I further remind myself that people often fear the world and the people around them.  They have been wounded by the harsh actions and hostile words of others.  They are afraid to reach out, open their hearts and hands to those who truly seek only to aid them because they have not often experienced the grace and understanding that is being offered to them.  They do not value themselves or sense their worth because they have been treated as valueless and unworthy.  They have been mocked, berated, abused, and rejected time and time again – frequently by the very people who were tasked with caring for them.  Life – people – can be cruel and unfair.

I likewise tell myself that because no one has had identical experiences to my own, not everyone thinks or believes the way I do. Good people can and do disagree.  Beyond that, at times, people have weak moments or moments of anger, and they act impulsively. They behave irresponsibly, overreact, and wound others. This is regrettable, but is it really unforgivable? Must we jump on every small transgression?  Must we take offense at every spoken word?  The mistakes made by these “flawed” beings do not render them any less worthy of consideration, understanding, or support, nor do they justify harboring feelings of betrayal and anger or, worse yet, seeking retribution. 

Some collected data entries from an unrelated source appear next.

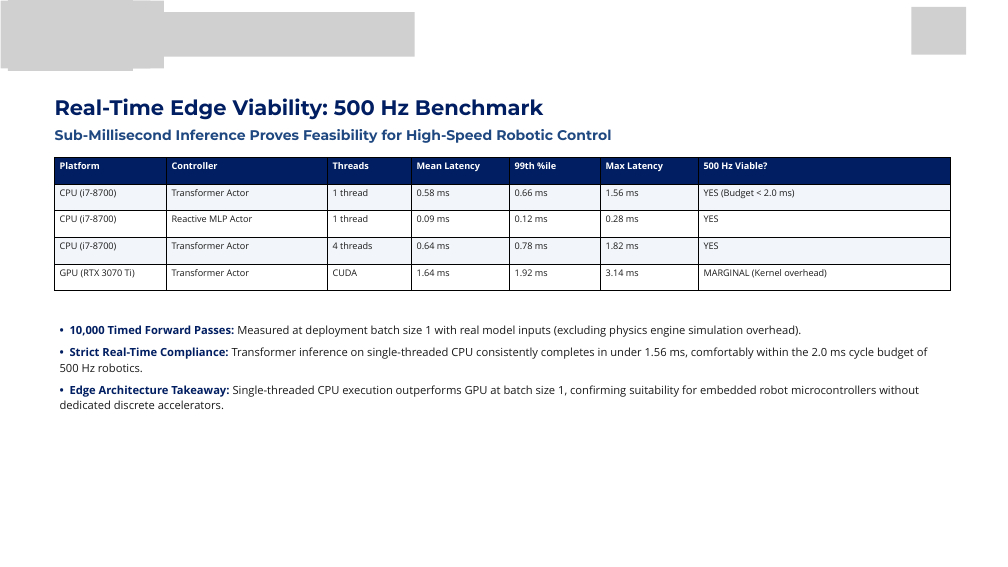
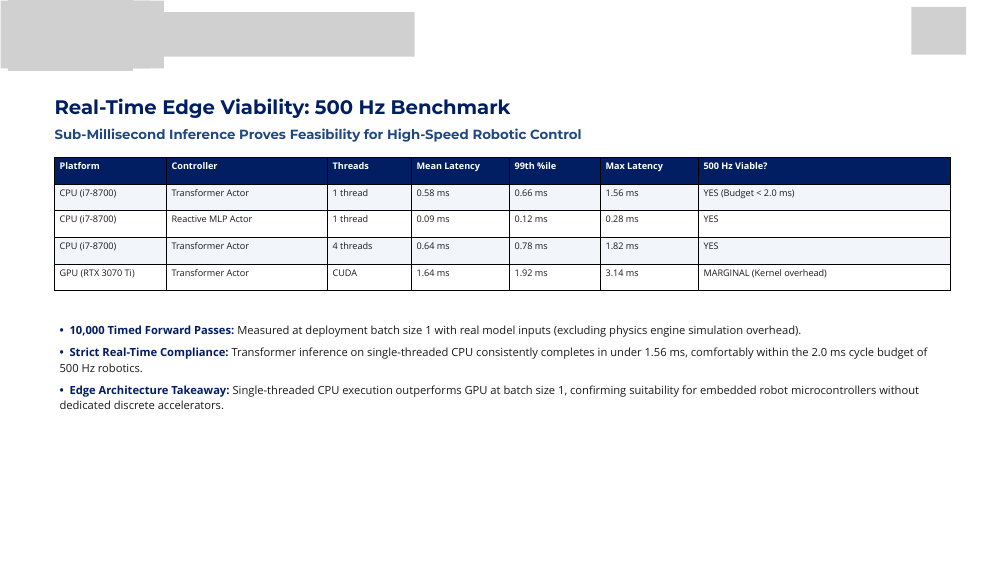
Before and after one commit to Fane-Nathan/tmrl, a slide deck: slide 9 of paper/reporting/193 - Presentation.pptx. Drawn at 1008x567 pixels with LibreOffice and Linux fonts; fonts in the diff are those of the drawing; grey boxes stand for pictures; background and template pictures are left out. Boxes give left, top, right and bottom in pixels: in the first picture for what was removed or moved away, otherwise in the second. Text is boxed around its words. In the diff, an @@ line names an element or a change of style, - is before the commit and + after.

```diff
--- a/paper/reporting/193 - Presentation.pptx
+++ b/paper/reporting/193 - Presentation.pptx
@@ text "Real-Time Edge Viability: 500 Hz ..." at (55, 98, 511, 118): size 30 to 28 pt @@
@@ text "Sub-Millisecond Inference Proves Feasibility for ..." at (55, 128, 581, 142): size 20 to 19 pt @@
```
Also in this commit, not shown: 9 other slides changed, 1 slide added, 1 slide removed, 15 other files.

We are imperfect human beings, but for the most part, we are all striving to get through the day the best way we know how.  I make every effort to focus on the good in people and spare them my judgment and the lashing of my tongue.  For, it seems to me, what the “difficult” people (such as I, on occasion) need least of all is to be surrounded by those who would repeatedly remind them of their failures and shortcomings, to again face accusations and cruel remarks that point only to their inadequacies and their weaknesses.  What they need far less than anything else is to face taunts, accusations, cruel rejoinders, exacting tones, screaming tirades, and vengeful responses.

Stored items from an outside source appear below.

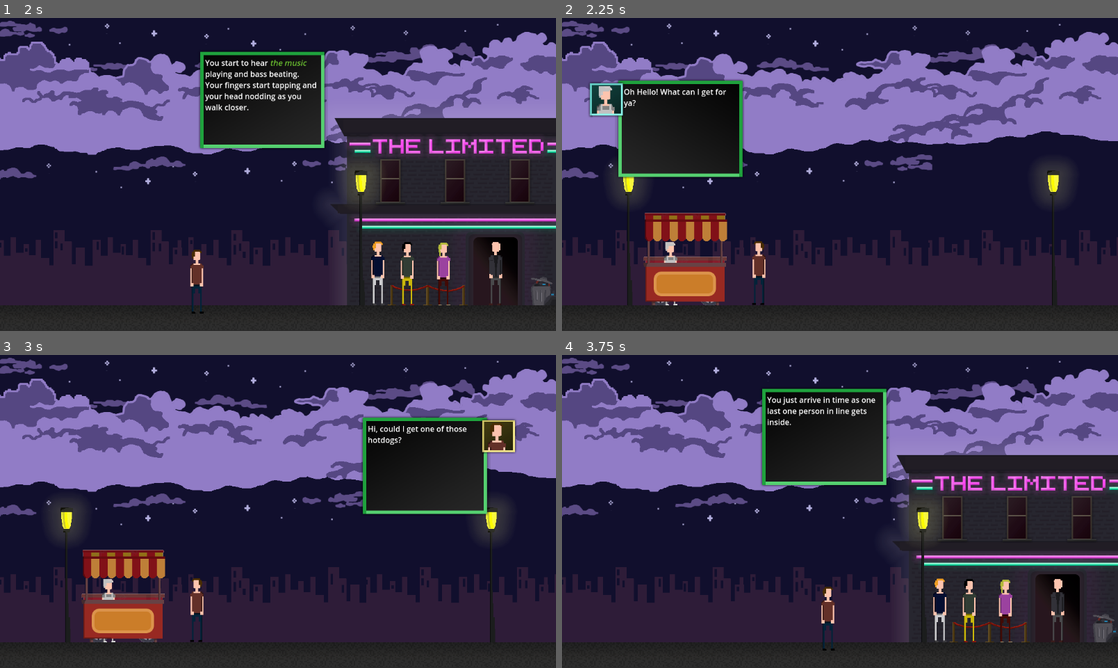
Above: before the commit, frames 1-4 (two rows, left to right).
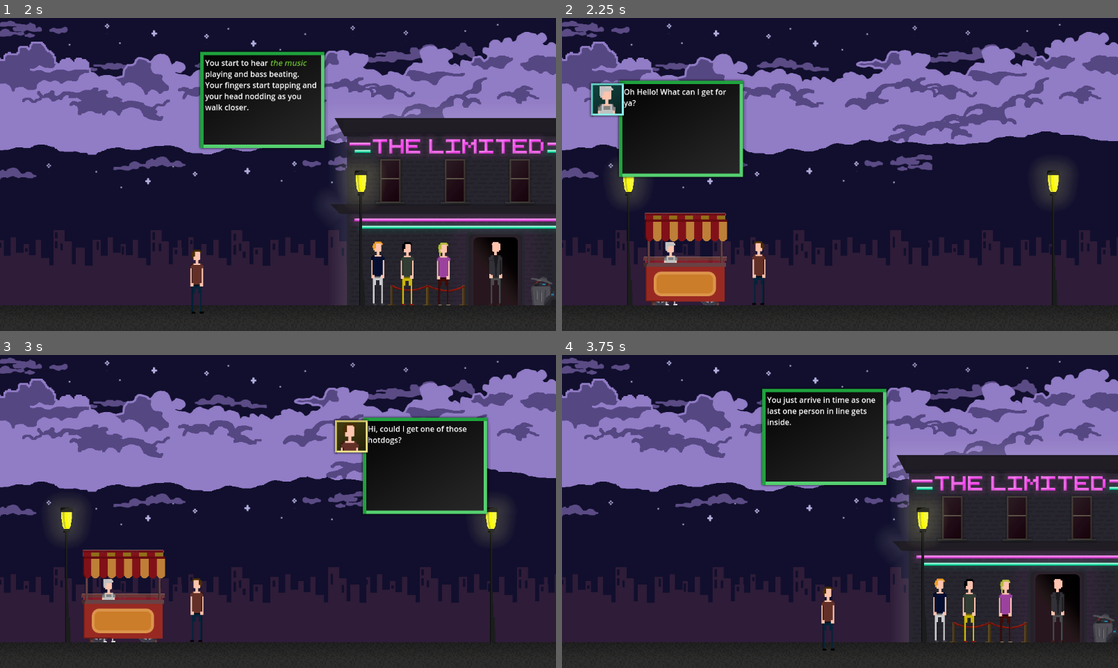
Above: after the commit, the same moments.

Repository: LudumSJB/The-Limited
Game: Godot game, scene res://scenes/MainMenu.tscn
Two runs of this game, one before a commit and one after it. Both use one fixed random seed, a clock stepped at 60 frames per second and the inputs below.
Inputs:
- Up to frame 1 (2 s): click "Play" at 0.5 s; tap Enter (ui_accept) at 1.25, 1.52 s; hold D (right) from 1.28 s (still down); tap Space (action_button) at 1.35 s
- Up to frame 2 (2.25 s): keep holding D (right); tap Enter (ui_accept) at 2 s; tap N (next_level) at 2.1 s
- Up to frame 3 (3 s): tap Enter (ui_accept) at 2.27, 2.75 s; release D (right) at 2.78 s; hold A (left) from 2.78 s (still down); tap Space (action_button) at 2.85 s
- Up to frame 4 (3.75 s): tap Enter (ui_accept) at 3.5 s; release A (left) at 3.53 s; hold D (right) from 3.53 s (still down); tap N (next_level) at 3.6 s

Frame 1 is identical in both runs. In frame 2, 0.6% of the frame differs, in the area x 4-33%, y 20-51%; in frame 3, 1.4%, in the area x 60-93%, y 20-32%; in frame 4, nothing differs.

Commit message:
dialogs system simplify

Diff:
--- a/dialogs/act1.json
+++ b/dialogs/act1.json
@@ -12,7 +12,6 @@
 	},
 	{
 		"dialog_position": 1,
-		"position": 0,
 		"text": "Good evening sir. \nWe are full. There's no more space. Nada. \nWe only have [color=#ac3232][u]limited space[/u][/color] available.",
 		"face": 1,
 		"sound": 0,
@@ -20,12 +19,10 @@
 	},
 	{
 		"dialog_position": 0,
-		"position": 1,
 		"text": "There must be a way to get inside. No matter what it takes. \nYou know [color=#d77bba][i]tonights the night![/i][/color]",
 	},
 	{
 		"dialog_position": 2,
-		"position": 1,
 		"text": "I've come a long way to here. \n\nIs there any way I could get inside?",
 		"face": 0,
 		"sound": 1,
@@ -33,7 +30,6 @@
 	},
 	{
 		"dialog_position": 1,
-		"position": 0,
 		"text": "Now that I think of it. \nI've been getting [i]really hungry[/i] and my shift is not gonna end very soon. \nCould you get me a [color=#8f563b]hotdog[/color] from that vendor over there?",
 		"face": 1,
 		"sound": 0,
@@ -41,7 +37,6 @@
 	},
 	{
 		"dialog_position": 0,
-		"position": 1,
 		"text": "You look to your right where the doorman is pointing. \nThere's a small wagon with huge yellow sign that says [color=#fbf236]'Hotdog to fill ya'[/color].",
 		"action": 2
 	}
--- a/dialogs/act2.json
+++ b/dialogs/act2.json
@@ -1,7 +1,6 @@
 [
 	{
 		"dialog_position": 2,
-		"position": 1,
 		"text": "Oh Hello! What can I get for ya?",
 		"face": 1,
 		"sound": 1,
@@ -9,7 +8,6 @@
 	},
 	{
 		"dialog_position": 1,
-		"position": 0,
 		"text": "Hi, could I get one of those hotdogs?",
 		"face": 0,
 		"sound": 0,
@@ -17,7 +15,6 @@
 	},
 	{
 		"dialog_position": 2,
-		"position": 1,
 		"text": "Of course! That would be 5,50€.",
 		"face": 1,
 		"sound": 1,
@@ -30,7 +27,6 @@
 	},
 	{
 		"dialog_position": 1,
-		"position": 0,
 		"text": "Found em! Here you go.",
 		"face": 0,
 		"sound": 0,
@@ -42,7 +38,6 @@
 	},
 	{
 		"dialog_position": 2,
-		"position": 1,
 		"text": "Here ya go! One tasty hotdog!",
 		"face": 1,
 		"sound": 1,
--- a/dialogs/act3.json
+++ b/dialogs/act3.json
@@ -6,7 +6,6 @@
 	},
 	{
 		"dialog_position": 1,
-		"position": 0,
 		"text": "Oh there you are. \nWhat took you so long? Hotdogs are not hard to come by aren't they?",
 		"face": 1,
 		"sound": 0,
@@ -14,7 +13,6 @@
 	},
 	{
 		"dialog_position": 1,
-		"position": 0,
 		"text": "One last thing. I need to see your papers before I can let you through.",
 		"face": 1,
 		"sound": 0,
@@ -22,13 +20,11 @@
 	},
 	{
 		"dialog_position": 0,
-		"position": 1,
 		"text": "Oh where did I put them...",
 		"action": 3
 	},
 	{
 		"dialog_position": 1,
-		"position": 0,
 		"text": "Ok, you're good to go. Watch out, it might be little crowded there.",
 		"face": 1,
 		"action": 2
Not shown: 1 places in scenes/dialog_system.tscn that only renumber resources

So, I beg you, when someone offends you, or mistreats you, or reacts less than perfectly in any way, rather than cast-off and disavow them, please try to pardon them. Forgive them because it is the compassionate thing to do. Forgive them because they are perhaps struggling with a background and experiences you know nothing about. Forgive them because they are sick and tired and weak and hurting and lashing out in fear and frustration. Forgive them because they may have experienced all manner of injustice and inhumanity in their lives. Forgive them because they are human beings. Forgive them because you can and because it will make you a better person. 

Pardoning others for their transgressions and accepting them with all their weaknesses and flaws – that is what I find to be of value and how I endeavor to behave.  I long for a community that is a welcoming place for all to come and share their concerns, joys, heartaches, weaknesses, and doubts without fear of judgment, scolding, reprisal, or rejection – a community that is a safe haven where people feel comfortable sharing their innermost concerns without the fear of negative repercussions and spiteful responses. I yearn for an environment where we openly and honestly discuss anything in our lives that disturbs us, concerns us, fascinates us, uplifts us, or keeps us from healing, one on which we are respectful of one another, even when we disagree. Minor disputes do not have to become wars and excuses for our own wicked conduct.

I believe, albeit with great effort, we can create this sense of community.  Not everyone will respond to our overtures, of course, but it is perhaps our best hope at bringing people back into the fold.  Our world can never be perfect, but it can always be improved.  We can learn to exercise compassion and strengthen the bonds between us. We can learn to treat those “difficult” souls ever so gently and demonstrate for them a better way.  Rather than division, we can choose unity, forgiveness, acceptance, and grace, and recognize what we all have in common: hardships, deficiencies, failings, shortcomings, life in a fallen world – the human state.